It's not about everything around you needing to be at the same temperature in order for the stuff to work right. Your surroundings need to be at a CERTAIN temperature in order to get a good even coat. Generally, way warmer than freezing. :)

Ashcans
Jan 2, 2006

Let's do the space-time warp again!

I don't think it has anything to do with everything being the same temperature? At least I have never heard that. I think the issue is that below a certain temperature the cold messes with the way the propellant works, and your spray isn't going to deliver a proper mist. Read the instructions, I would almost gaurantee that it says you need to use it between 50-85 degrees or something like that.

Mondays
Feb 12, 2008

jump in
I'd just had some guy tell me that the temperature difference may cause condensation between the model and the primer. I certainly sprayed a lot of fuzzy looking models back when I lived on a tropical island... But then maybe it was just the humidity?

theironjef
Aug 11, 2009

The archmage of unexpected stinks.

The Saddest Robot posted:

Varnish Question. If I hit the model with a layer of dullcoat and then touch up some parts of it with a brush on gloss varnish will the glossy portion look any different than if I just put the gloss varnish on with no dullcoat? Is there any interaction with how the light reacts with the layers beneath it?

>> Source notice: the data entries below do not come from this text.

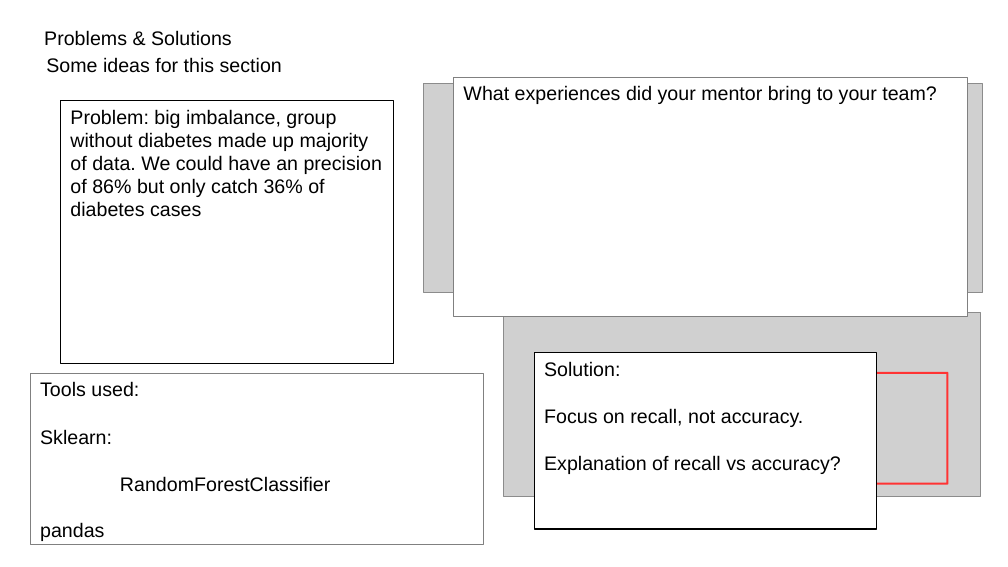
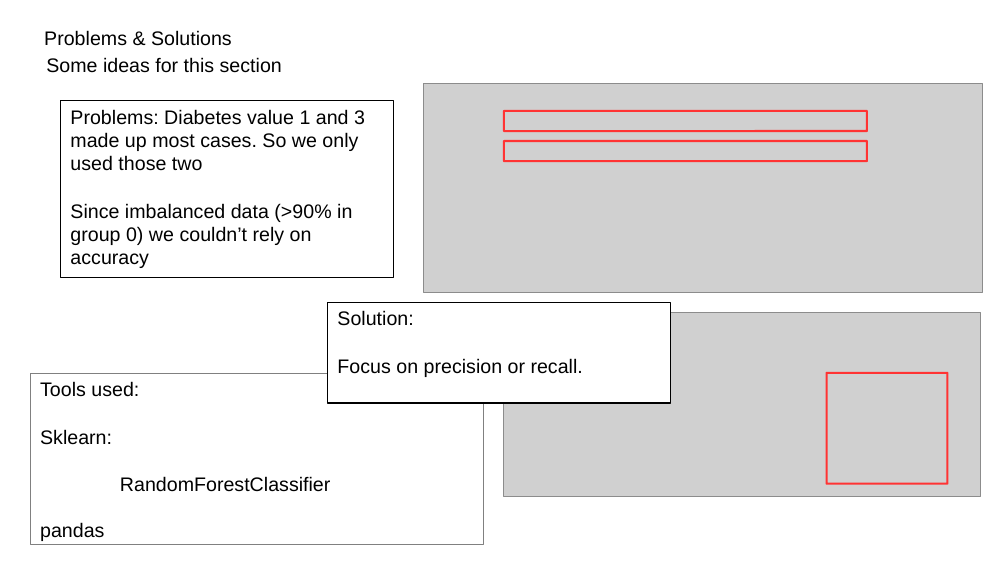
Before and after one commit to Blubberbrumm/Techlabs-ds-2, a slide deck: slide 5 of Diabetes_pitch.ppt. Drawn at 1008x567 pixels with LibreOffice and Linux fonts; fonts in the diff are those of the drawing; grey boxes stand for pictures; background and template pictures are left out. Boxes give left, top, right and bottom in pixels: in the first picture for what was removed or moved away, otherwise in the second. Text is boxed around its words. In the diff, an @@ line names an element or a change of style, - is before the commit and + after.

```diff
--- a/Diabetes_pitch.ppt
+++ b/Diabetes_pitch.ppt
@@ rectangle removed at bbox=[454, 78, 968, 317] @@
-What experiences did your mentor bring to your team?
@@ rectangle "Problems: Diabetes value 1 and ...": place and size @@
-rectangle "Problems: Diabetes value 1 and ..." at bbox=[60, 101, 393, 364]
+rectangle "Problems: Diabetes value 1 and ..." at bbox=[60, 101, 393, 277]
@@ text in rectangle at bbox=[70, 109, 365, 268]: text changed @@
-Problem: big imbalance, group without diabetes made up majority of data. We could have an precision of 86% but only catch 36% of diabetes cases
+Problems: Diabetes value 1 and 3 made up most cases. So we only used those two
+Since imbalanced data (>90% in group 0) we couldn’t rely on accuracy
@@ rounded rectangle added at bbox=[504, 111, 867, 131], outline #FF3333 1.45 pt @@
@@ rounded rectangle added at bbox=[504, 141, 867, 161], outline #FF3333 1.45 pt @@
@@ rectangle "Solution:": place and size @@
-rectangle "Solution:" at bbox=[534, 353, 877, 529]
+rectangle "Solution:" at bbox=[328, 302, 670, 403]
@@ text in rectangle at bbox=[337, 358, 583, 377]: text changed @@
-Focus on recall, not accuracy.
-Explanation of recall vs accuracy?
+Focus on precision or recall.
```
Also in this commit, not shown: 3 other slides changed, 1 slide added, 1 slide removed.

Gonna go with glossy carapaces on my nids.

Dullcoted first, then glossied (carapaces, blades, and the little injector tongue dealies):



theironjef fucked around with this message at 22:56 on Jan 26, 2010

Angryboot
Oct 23, 2005

Grimey Drawer

theironjef posted:

Dullcoted first, then glossied (carapaces, blades, and the little injector tongue dealies):





Dude that looks really good. I'm gonna do that to my nids when I finally get around to paint them.

Bobx66
Feb 11, 2002

We all fell into the pit
Nids are the only army that gloss coat is appropriate on.

theironjef
Aug 11, 2009

The archmage of unexpected stinks.

Bobx66 posted:

Nids are the only army that gloss coat is appropriate on.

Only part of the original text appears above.